Much to Kalluto's dismay, he could see second by second how Gon's smile got bigger and brighter. "Nice to meet you Kalluto!"

Kalluto thought for a moment that he might have screwed up.


"Look at him, Kurapika." Leorio said it between pants, reaching up to drag a hand across his sweat covered forehead. He'd abandoned his jacket twenty minutes ago and it hadn't helped much. "He got the ball rolling and he's not letting it go."

The tiredness couldn't quite smother the pride in his voice at seeing his little buddy have game.

Kurapika looked at the two kids a little ahead. Gon was doing most of the talking, the other boy only gave back a word or two. He sighed quietly. "Shouldn't you be worried about your own pace?" It wasn't really a question.

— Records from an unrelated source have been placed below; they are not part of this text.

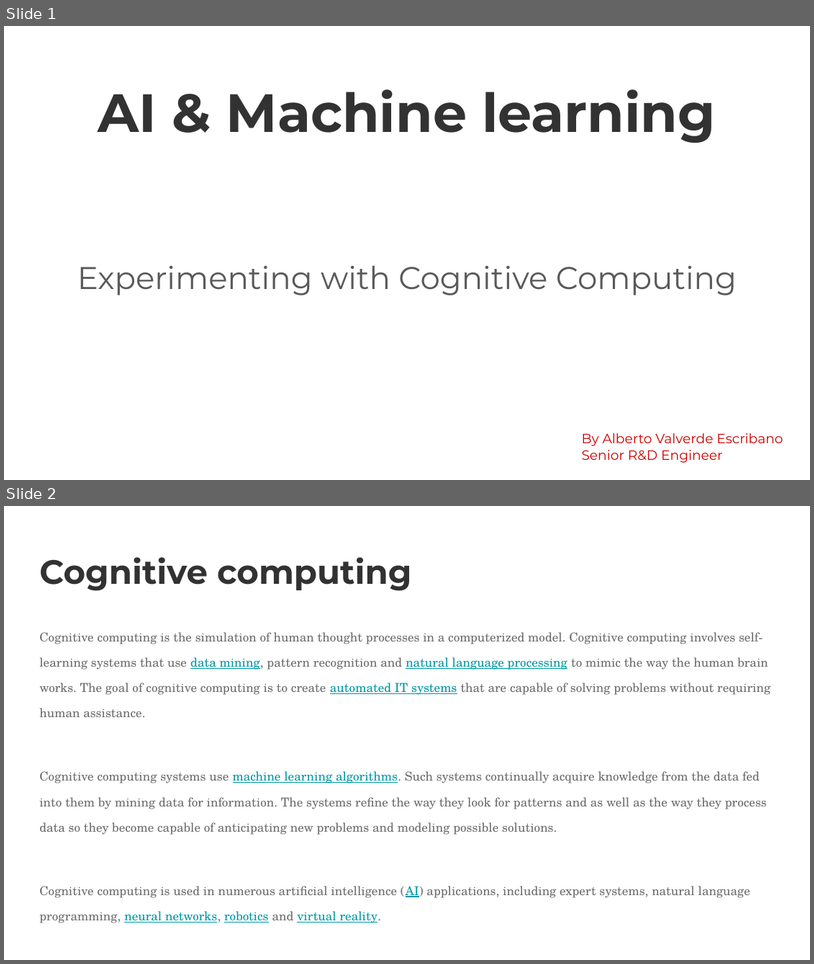
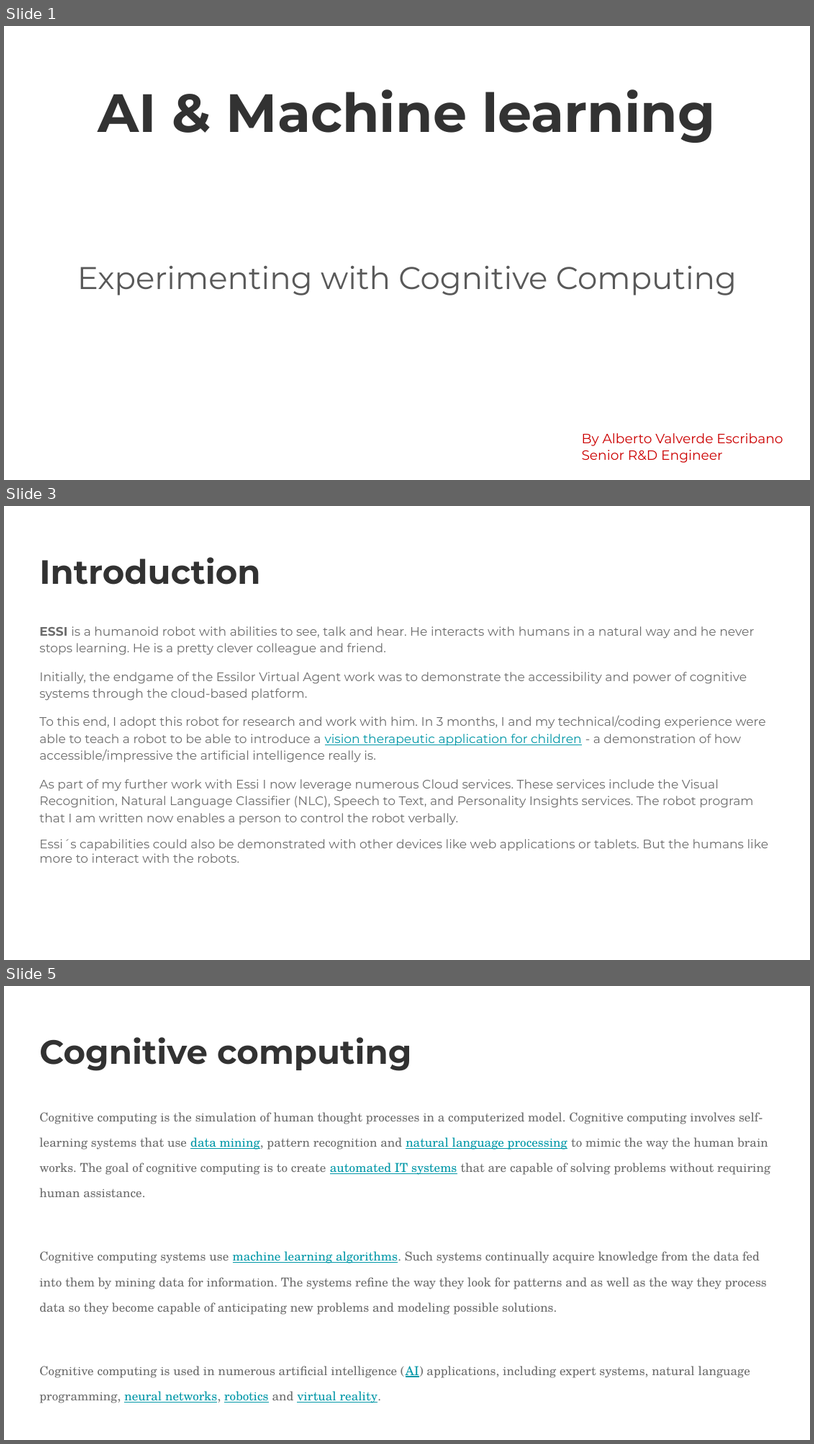
Before and after one commit to albertovalverde/cognitive-computing, a slide deck: Cognitive-NAO/Documents/presentation/Cognitive computing for Essilor.pptx. Shown one above the other, each under a label of ours: slides 1 and 2 before the commit, slides 1, 3 and 5 after it; the slides between them are not shown. The pictures are 814x964 and 814x1444 pixels, drawn with LibreOffice and Linux fonts; fonts in the diff are those of the drawing. Boxes give left, top, right and bottom in pixels: in the first picture for what was removed or moved away, otherwise in the second. Text is boxed around its words. In the diff, an @@ line names an element or a change of style, - is before the commit and + after.

Commit message:
new phrases for introduction

```diff
--- a/Cognitive-NAO/Documents/presentation/Cognitive computing for Essilor.pptx
+++ b/Cognitive-NAO/Documents/presentation/Cognitive computing for Essilor.pptx
@@ slide 3 added at (4, 506, 810, 960), background #FFFFFF @@
@@ text added at (39, 557, 260, 584), 30 pt, text #323232, bold @@
+Introduction
@@ subtitle added at (39, 626, 769, 862), 11 pt, text #6C6C6C @@
+ESSI is a humanoid robot with abilities to see, talk and hear. He interacts with humans in a natural way and he never stops learning. He is a pretty clever colleague and friend.
+Initially, the endgame of the Essilor Virtual Agent work was to demonstrate the accessibility and power of cognitive systems through the cloud-based platform.
+To this end, I adopt this robot for research and work with him. In 3 months, I and my technical/coding experience were able to teach a robot to be able to introduce a vision therapeutic application for children - a demonstration of how accessible/impressive the artificial intelligence really is.
+As part of my further work with Essi I now leverage numerous Cloud services. These services include the Visual Recognition, Natural Language Classifier (NLC), Speech to Text, and Personality Insights services. The robot program that I am written now enables a person to control the robot verbally.
+Essi´s capabilities could also be demonstrated with other devices like web applications or tablets. But the humans like more to interact with the robots.
@@ what was slide 2 is now slide 5 @@
```
Also in this commit, not shown: 3 other slides added, 1 slide removed, 6 other files.

"I'm dying here! If I don't distract myself I'm going to fall behind." Leorio waved a hand vaguely in Gon's direction. "Look at that. Look how smooth he is. He's getting a little more out of her each time. Reminds me of the method I used back home to catch girls."

"Him." Kurapika corrected while shaking his head. Maybe he should have a talk with both Gon and Leorio soon...he glanced at Leorio and immediately reconsidered. Lost cause. "And how many girls did you actually catch with that 'method'." The side eye Kurapika gave could have pierced steel.

"I-it's a work in progress!"

Kurapika was about to reply when they both noticed Gon slowing his pace, letting the kimono-wearing boy pull ahead before falling back to join them.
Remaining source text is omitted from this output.